Molly spoke quietly, but there was a slight tremor of lip and a deepening of color that the sharp Judy saw and noted, but nothing would have made her let Molly know that she had betrayed herself in the least.
“Molly was perfectly unconscious of what she was doing last night,” thought Judy, “but all the same she was making poor Professor Green live up to his name with jealousy. I don’t know but it might make Molly open her childlike old eyes if the patient professor should kick up his staid heels and jump the fence and go grazing in another paddock for a while.” And then aloud she said, “All right, honey, I’ll take forty winks and then get up and come down to the tennis court.”
Mr. Kean’s letter arrived in due time and, sure enough, Mrs. Woodsmall’s surmises were correct. He was on the way to Kentucky with Mrs. Kean, and expected to be in Louisville the next day at a hotel, and would motor out to Chatsworth in the afternoon.
“Your father and mother must not think of stopping at a hotel, Judy,” declared Mrs. Brown. “We have an abundance of room. Miss Rogers and Miss Ormsby are going in town after supper to-night with Ernest and Professor Green. Mr. Lufton expects to go back to Lexington to-morrow, and Professor Green is only waiting for some mail and will take his departure, too. We shall be forlorn, indeed, when all of them go. I’ll make Kent look up what train Mr. Kean will come in on and he will meet it and send them both right out here.”
“Oh, Mrs. Brown, you are so good. I would love for mamma and papa to be here and to know all of you and have you know them. They are as wonderful in their way as you are in yours, and your meeting would be a grand combination.”
Molly rather dreaded the coming of evening.
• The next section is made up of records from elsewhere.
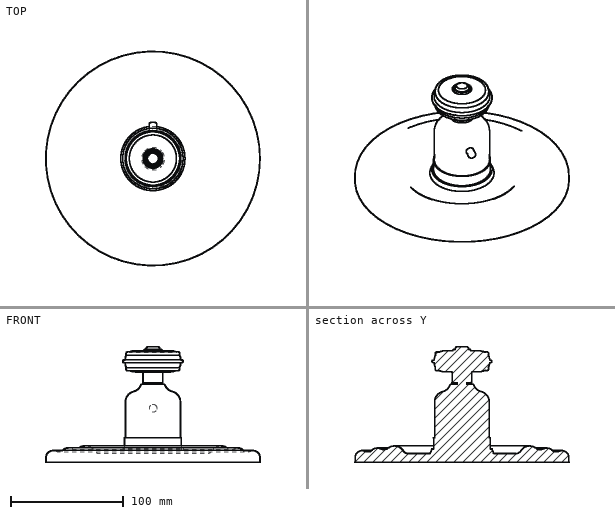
import cadquery as cq


plate_radius = 95.2
plate_edge_height = 4.2
floor_radius = 47.5
floor_height = 7.8
ripple_joints = [(86.3, 10.0), (80.0, 11.0), (72.5, 12.2), (66.0, 12.8), (52.4, 10.5)]

collar_radius = 28.5
collar_top_radius = 26.9
collar_height = 4.0

ring_radius = 25.3
ring_top = 22.0
body_radius = 24.5
shoulder_start = 53.3
shoulder_radius = 17.0
shoulder_end = 63.0
neck_radius = 11.0
neck_start = 68.2
lip_radius = 10.1
body_top = 69.3

spindle_radius = 4.5
stem_radius = 9.0
stem_bottom = 70.5

knob_middle = 89.7
knob_half_height = 9.5
knob_flat_radius = 15.5
dome_bulge_radius = 18.3
dome_bulge_rise = 9.1
bead_inner_radius = 21.0
bead_inner_rise = 8.2
bead_bulge_radius = 23.5
bead_bulge_rise = 8.0
groove_radius = 23.6
groove_rise = 5.5
belly_bulge_radius = 24.5
belly_bulge_rise = 3.5
belly_radius = 24.8
flange_radius = 26.9
flange_round = 1.3

total_height = 102.7
button_top_radius = 5.0
button_bulge_radius = 6.0
button_bulge_height = 101.7
button_base_radius = 6.3
seat_top_height = 100.4
seat_top_radius = 7.2
seat_radius = 8.5

pin_radius = 3.5
pin_reach = 32.0
pin_height = 48.2
pin_fillet = 1.7


def turn(profile):
    """Close a profile drawn in the XZ plane and revolve it about Z."""
    return profile.close().revolve(360, (0, 0, 0), (0, 1, 0))


def disc(radius, bottom, top):
    return cq.Workplane("XY").workplane(offset=bottom).circle(radius).extrude(top - bottom)


def base_plate():
    profile = cq.Workplane("XZ").lineTo(plate_radius, 0).lineTo(plate_radius, plate_edge_height)
    for joint in ripple_joints:
        profile = profile.tangentArcPoint(joint, relative=False)
    profile = profile.tangentArcPoint((floor_radius, floor_height), relative=False)
    return turn(profile.lineTo(0, floor_height))


def collar():
    collar_top = floor_height + collar_height
    return turn(
        cq.Workplane("XZ")
        .moveTo(0, floor_height)
        .lineTo(collar_radius, floor_height)
        .lineTo(collar_top_radius, collar_top)
        .lineTo(0, collar_top)
    )


def valve_body():
    bottle = turn(
        cq.Workplane("XZ")
        .moveTo(0, ring_top)
        .lineTo(body_radius, ring_top)
        .lineTo(body_radius, shoulder_start)
        .tangentArcPoint((shoulder_radius, shoulder_end), relative=False)
        .tangentArcPoint((neck_radius, neck_start), relative=False)
        .tangentArcPoint((lip_radius, body_top), relative=False)
        .lineTo(0, body_top)
    )
    ring = disc(ring_radius, floor_height, ring_top)
    return ring.union(bottle)


def knob_half():
    """Upper half of the knob, standing on the XY plane."""
    return turn(
        cq.Workplane("XZ")
        .lineTo(belly_radius, 0)
        .lineTo(belly_radius, flange_round)
        .threePointArc((belly_bulge_radius, belly_bulge_rise), (groove_radius, groove_rise))
        .threePointArc((bead_bulge_radius, bead_bulge_rise), (bead_inner_radius, bead_inner_rise))
        .threePointArc((dome_bulge_radius, dome_bulge_rise), (knob_flat_radius, knob_half_height))
        .lineTo(0, knob_half_height)
    )


def knob_flange():
    """Thin disc with a full-round edge, centred on the XY plane."""
    flat_radius = flange_radius - flange_round
    return turn(
        cq.Workplane("XZ")
        .moveTo(0, -flange_round)
        .lineTo(flat_radius, -flange_round)
        .threePointArc((flange_radius, 0), (flat_radius, flange_round))
        .lineTo(0, flange_round)
    )


def knob():
    half = knob_half()
    return half.union(half.mirror("XY")).union(knob_flange()).translate((0, 0, knob_middle))


def button():
    knob_top = knob_middle + knob_half_height
    return turn(
        cq.Workplane("XZ")
        .moveTo(0, knob_top)
        .lineTo(seat_radius, knob_top)
        .lineTo(seat_top_radius, seat_top_height)
        .lineTo(button_base_radius, seat_top_height)
        .threePointArc((button_bulge_radius, button_bulge_height), (button_top_radius, total_height))
        .lineTo(0, total_height)
    )


def stop_pin():
    pin = cq.Workplane("XZ").center(0, pin_height).circle(pin_radius).extrude(-pin_reach)
    return pin.faces(">Y").edges().fillet(pin_fillet)


spindle = disc(spindle_radius, body_top, stem_bottom)
stem = disc(stem_radius, stem_bottom, knob_middle)

result = base_plate()
for piece in (collar(), valve_body(), spindle, stem, knob(), button(), stop_pin()):
    result = result.union(piece)
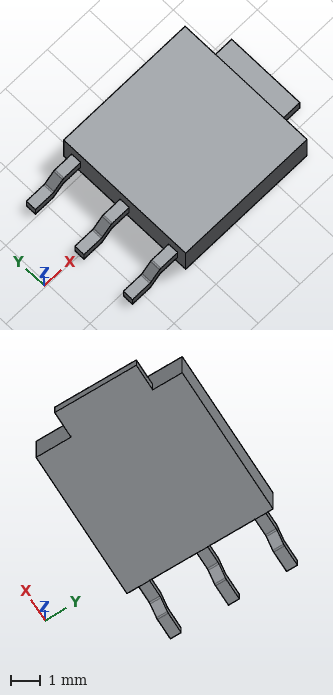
import cadquery as cq

total_length = 9.0
body_length = 5.8
body_width = 5.8
body_height = 1.5

tab_length = 1.04
tab_width = 3.24
tab_thickness = 0.5
tab_offset_y = 0.11

lead_count = 3
lead_pitch = 2.3
lead_width = 0.43
lead_thickness = 0.44
lead_rise = 0.44
foot_length = 0.86
bend_run = 0.46
bend_radius = 0.09

tip_x = -total_length / 2
tab_end_x = total_length / 2
body_end_x = tab_end_x - tab_length
body_start_x = body_end_x - body_length
foot_end_x = tip_x + foot_length
shoulder_x = foot_end_x + bend_run


def make_body():
    return cq.Workplane("XY").box(
        body_length, body_width, body_height, centered=(False, True, False)
    ).translate((body_start_x, 0, 0))


def make_tab():
    return cq.Workplane("XY").box(
        tab_length, tab_width, tab_thickness, centered=(False, True, False)
    ).translate((body_end_x, tab_offset_y, 0))


def make_lead(center_y):
    """Flat foot, sloped riser and raised shoulder that meets the body."""
    bottom = [(tip_x, 0), (foot_end_x, 0), (shoulder_x, lead_rise), (body_start_x, lead_rise)]
    top = [(x, z + lead_thickness) for x, z in reversed(bottom)]
    lead = (
        cq.Workplane("XZ")
        .polyline(bottom + top)
        .close()
        .extrude(lead_width / 2, both=True)
    )
    bend_edges = lead.edges("|Y").edges(
        cq.selectors.BoxSelector(
            (foot_end_x - bend_radius, -lead_width, -lead_thickness),
            (shoulder_x + bend_radius, lead_width, body_height),
        )
    )
    return bend_edges.fillet(bend_radius).translate((0, center_y, 0))


result = make_body().union(make_tab())
for index in range(lead_count):
    lead_y = (index - (lead_count - 1) / 2) * lead_pitch
    result = result.union(make_lead(lead_y))

She had promised Jimmy to take a walk with him by moonlight, and she had a terrible feeling that he might bring up the subject of “lemons” again. She was not prepared for the question that she felt almost sure he was going to ask her.
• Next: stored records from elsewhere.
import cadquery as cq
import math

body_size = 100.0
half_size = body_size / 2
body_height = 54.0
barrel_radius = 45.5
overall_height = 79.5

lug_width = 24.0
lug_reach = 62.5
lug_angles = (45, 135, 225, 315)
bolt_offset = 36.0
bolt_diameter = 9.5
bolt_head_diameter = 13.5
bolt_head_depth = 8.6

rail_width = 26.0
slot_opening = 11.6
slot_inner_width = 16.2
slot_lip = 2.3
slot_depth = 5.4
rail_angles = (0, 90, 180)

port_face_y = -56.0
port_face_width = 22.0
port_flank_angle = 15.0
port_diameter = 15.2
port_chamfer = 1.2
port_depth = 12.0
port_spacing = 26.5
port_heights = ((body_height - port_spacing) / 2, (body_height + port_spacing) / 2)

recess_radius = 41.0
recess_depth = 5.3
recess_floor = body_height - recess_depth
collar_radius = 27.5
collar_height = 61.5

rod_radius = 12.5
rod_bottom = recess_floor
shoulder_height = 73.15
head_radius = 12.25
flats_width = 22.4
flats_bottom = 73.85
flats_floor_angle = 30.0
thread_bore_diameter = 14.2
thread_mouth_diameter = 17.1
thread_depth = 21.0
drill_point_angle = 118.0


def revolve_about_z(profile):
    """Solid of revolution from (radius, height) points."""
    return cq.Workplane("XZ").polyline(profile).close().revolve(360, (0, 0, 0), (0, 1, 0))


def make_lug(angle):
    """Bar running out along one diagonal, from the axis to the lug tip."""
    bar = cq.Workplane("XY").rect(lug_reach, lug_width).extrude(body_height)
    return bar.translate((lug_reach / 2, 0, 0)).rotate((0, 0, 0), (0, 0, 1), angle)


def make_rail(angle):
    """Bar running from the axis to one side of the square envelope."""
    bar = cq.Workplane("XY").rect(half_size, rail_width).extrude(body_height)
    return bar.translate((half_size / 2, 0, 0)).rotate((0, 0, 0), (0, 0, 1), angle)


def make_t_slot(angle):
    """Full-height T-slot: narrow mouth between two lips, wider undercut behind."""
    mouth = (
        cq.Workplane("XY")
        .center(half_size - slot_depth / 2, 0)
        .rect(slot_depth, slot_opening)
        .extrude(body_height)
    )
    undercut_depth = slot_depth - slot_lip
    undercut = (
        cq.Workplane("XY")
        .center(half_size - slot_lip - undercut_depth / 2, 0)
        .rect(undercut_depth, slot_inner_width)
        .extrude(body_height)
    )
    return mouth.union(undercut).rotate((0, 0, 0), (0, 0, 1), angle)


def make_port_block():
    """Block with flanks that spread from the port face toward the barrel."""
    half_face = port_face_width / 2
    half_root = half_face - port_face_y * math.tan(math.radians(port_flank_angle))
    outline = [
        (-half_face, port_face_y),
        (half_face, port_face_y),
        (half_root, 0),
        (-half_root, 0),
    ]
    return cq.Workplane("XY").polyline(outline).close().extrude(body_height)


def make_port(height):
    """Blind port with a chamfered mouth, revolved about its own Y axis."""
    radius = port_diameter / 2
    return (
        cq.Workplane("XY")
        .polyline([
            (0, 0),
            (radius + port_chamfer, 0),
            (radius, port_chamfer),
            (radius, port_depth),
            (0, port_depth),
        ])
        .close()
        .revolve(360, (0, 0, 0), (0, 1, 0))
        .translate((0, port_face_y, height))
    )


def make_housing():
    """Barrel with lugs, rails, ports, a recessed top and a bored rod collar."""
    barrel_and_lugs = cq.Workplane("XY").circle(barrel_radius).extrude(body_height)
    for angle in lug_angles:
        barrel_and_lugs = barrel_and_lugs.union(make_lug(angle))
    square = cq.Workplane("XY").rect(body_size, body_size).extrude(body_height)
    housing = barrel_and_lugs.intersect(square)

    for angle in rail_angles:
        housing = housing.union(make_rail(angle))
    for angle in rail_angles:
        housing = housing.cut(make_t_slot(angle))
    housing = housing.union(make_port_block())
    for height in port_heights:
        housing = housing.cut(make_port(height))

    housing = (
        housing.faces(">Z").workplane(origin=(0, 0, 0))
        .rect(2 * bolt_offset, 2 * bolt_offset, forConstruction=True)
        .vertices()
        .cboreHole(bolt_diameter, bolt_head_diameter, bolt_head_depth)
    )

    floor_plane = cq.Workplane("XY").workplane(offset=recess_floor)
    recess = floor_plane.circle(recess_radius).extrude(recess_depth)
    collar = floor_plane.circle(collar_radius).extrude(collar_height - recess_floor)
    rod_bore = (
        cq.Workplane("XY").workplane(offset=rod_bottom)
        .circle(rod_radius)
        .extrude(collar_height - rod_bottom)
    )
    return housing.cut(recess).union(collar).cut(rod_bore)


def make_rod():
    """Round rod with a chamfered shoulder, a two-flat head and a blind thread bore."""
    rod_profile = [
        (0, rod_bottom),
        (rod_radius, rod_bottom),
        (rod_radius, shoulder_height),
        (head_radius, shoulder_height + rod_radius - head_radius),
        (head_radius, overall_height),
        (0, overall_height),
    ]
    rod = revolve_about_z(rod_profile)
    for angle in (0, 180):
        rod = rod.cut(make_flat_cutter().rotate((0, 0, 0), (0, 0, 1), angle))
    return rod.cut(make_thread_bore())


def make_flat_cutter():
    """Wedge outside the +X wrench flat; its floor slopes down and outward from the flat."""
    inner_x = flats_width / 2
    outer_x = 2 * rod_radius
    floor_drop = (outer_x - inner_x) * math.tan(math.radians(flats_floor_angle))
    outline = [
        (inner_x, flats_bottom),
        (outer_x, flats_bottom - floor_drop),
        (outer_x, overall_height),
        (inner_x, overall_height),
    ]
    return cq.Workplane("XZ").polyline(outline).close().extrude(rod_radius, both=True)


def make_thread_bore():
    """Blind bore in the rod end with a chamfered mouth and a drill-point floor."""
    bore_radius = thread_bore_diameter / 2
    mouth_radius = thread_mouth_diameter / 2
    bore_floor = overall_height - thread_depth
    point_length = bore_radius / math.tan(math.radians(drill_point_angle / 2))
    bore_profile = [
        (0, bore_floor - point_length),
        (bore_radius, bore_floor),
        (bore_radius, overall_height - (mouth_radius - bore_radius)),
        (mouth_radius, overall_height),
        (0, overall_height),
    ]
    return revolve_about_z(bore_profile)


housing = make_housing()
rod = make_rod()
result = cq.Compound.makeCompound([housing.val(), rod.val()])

“I am nothing but a kid, after all,” moaned Molly to herself. “Professor Green was right in calling me ‘dear child.’ Mother was married when she was my age, but somehow I can’t seem to grow up. Jimmy is so nice, and I do like him so much, but as for spending the rest of my life with him—oh, I just simply can’t contemplate it. Why, why doesn’t he see how it is without having to talk it over? I wish none of them would ever get sentimental over me.” And then she blushed and told herself that she was a big story teller and sentimentality from some one who should be nameless would not be so trying, after all.
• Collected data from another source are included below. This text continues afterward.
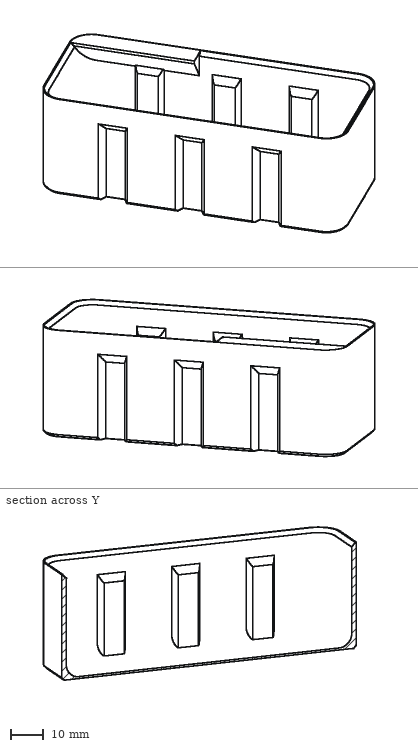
import cadquery as cq
import math

LENGTH = 97.0
WIDTH = 41.2
HEIGHT = 33.7
CORNER_RADIUS = 7.0
BOTTOM_CHAMFER = 0.9

WALL = 1.6
FLOOR = 0.8
FLOOR_FILLET = 4.0
RIM_WIDTH = 0.35
RIM_BEVEL_HEIGHT = 1.3

SHELF_LENGTH = 39.8
SHELF_DEPTH = 7.0
SHELF_EDGE = 1.0
SHELF_UNDERSIDE_ANGLE = 53.0

GROOVE_COUNT = 3
GROOVE_PITCH = 24.5
GROOVE_TOP = HEIGHT - 6.6
GROOVE_WIDTH = 9.2
GROOVE_FLOOR_WIDTH = 6.0
GROOVE_DEPTH = 3.0

RIB_WIDTH = 9.25
RIB_SHOULDER_WIDTH = 7.45
RIB_FACE_WIDTH = 6.6
RIB_SHOULDER = 1.7
RIB_PROJECTION = 2.2
RIB_TOP = GROOVE_TOP - 0.5

OUTER_Y = -WIDTH / 2
INNER_Y = OUTER_Y + WALL


def rounded_block(inset, bottom, top):
    """Upright block with rounded corners, offset inwards from the outer wall."""
    return (
        cq.Workplane("XY", origin=(0, 0, bottom))
        .rect(LENGTH - 2 * inset, WIDTH - 2 * inset)
        .extrude(top - bottom)
        .edges("|Z")
        .fillet(CORNER_RADIUS - inset)
    )


def tapered_bar(base_y, bottom, top, sections):
    """Upright bar growing towards +Y from base_y, with its top end sloping down at 45 degrees.

    Sections are (projection, width) pairs from the base to the face of the bar.
    """
    right_side = [(width / 2, projection) for projection, width in sections]
    left_side = [(-x, y) for x, y in reversed(right_side)]
    plan = (
        cq.Workplane("XY", origin=(0, base_y, bottom))
        .polyline(right_side + left_side)
        .close()
        .extrude(top - bottom)
    )
    base_width = sections[0][1]
    depth = sections[-1][0]
    side = (
        cq.Workplane("YZ", origin=(0, base_y, 0))
        .moveTo(0, bottom)
        .lineTo(0, top)
        .lineTo(depth, top - depth)
        .lineTo(depth, bottom)
        .close()
        .extrude(base_width / 2, both=True)
    )
    return plan.intersect(side)


def make_cavity():
    """Inside of the bin: filleted floor, and a bevel that thins the wall at the rim."""
    cavity = rounded_block(WALL, FLOOR, HEIGHT).faces("<Z").edges().fillet(FLOOR_FILLET)
    bevel_bottom = rounded_block(WALL, HEIGHT - RIM_BEVEL_HEIGHT, HEIGHT).faces("<Z").wires().val()
    bevel_top = rounded_block(RIM_WIDTH, 0, HEIGHT).faces(">Z").wires().val()
    bevel = cq.Workplane(cq.Solid.makeLoft([bevel_bottom, bevel_top], True))
    return cavity.union(bevel)


def make_shelf():
    """Flat label shelf flush with the rim, carried by a steep underside."""
    back = WIDTH / 2
    front = back - SHELF_DEPTH
    underside_drop = SHELF_DEPTH * math.tan(math.radians(SHELF_UNDERSIDE_ANGLE))
    return (
        cq.Workplane("YZ", origin=(-LENGTH / 2, 0, 0))
        .moveTo(back, HEIGHT)
        .lineTo(front, HEIGHT)
        .lineTo(front, HEIGHT - SHELF_EDGE)
        .lineTo(back, HEIGHT - SHELF_EDGE - underside_drop)
        .close()
        .extrude(SHELF_LENGTH)
        .intersect(rounded_block(0, 0, HEIGHT))
    )


def make_rib():
    sections = [(0, RIB_WIDTH), (RIB_SHOULDER, RIB_SHOULDER_WIDTH), (RIB_PROJECTION, RIB_FACE_WIDTH)]
    return tapered_bar(INNER_Y, FLOOR, RIB_TOP, sections)


def make_groove():
    sections = [(0, GROOVE_WIDTH), (GROOVE_DEPTH, GROOVE_FLOOR_WIDTH)]
    return tapered_bar(OUTER_Y, 0, GROOVE_TOP, sections)


def make_bin():
    outer = rounded_block(0, 0, HEIGHT).faces("<Z").chamfer(BOTTOM_CHAMFER)
    body = outer.cut(make_cavity()).union(make_shelf())
    for index in range(GROOVE_COUNT):
        x = (index - (GROOVE_COUNT - 1) / 2) * GROOVE_PITCH
        rib = make_rib().translate((x, 0, 0))
        groove = make_groove().translate((x, 0, 0))
        body = body.union(rib).union(rib.mirror("XZ"))
        body = body.cut(groove).cut(groove.mirror("XZ"))
    return body


result = make_bin()

Supper was over, Professor Green and Ernest had gone gaily off, driving Miss Rogers and Miss Ormsby to Louisville, Judy and Kent were making a long-talked-of duty call on Aunt Clay, “just to show Miss Hunt there is no hard feeling,” laughed Judy. And now it was time to take the promised walk with Jimmy Lufton.
“You look a little tired, Miss Molly. Maybe you would rather not go. You must not let me bore you,” said Jimmy, a little wistfully.
“Oh, no, I’m all right. I fancy it will take all of us a few days to get over last night. I have wanted to tell you how fine you were and what it meant to all of us to have you so cheerful and tactful. The boys can’t say enough in your praise. We had to have some safety valve, and if we had not been laughing we might have been crying.”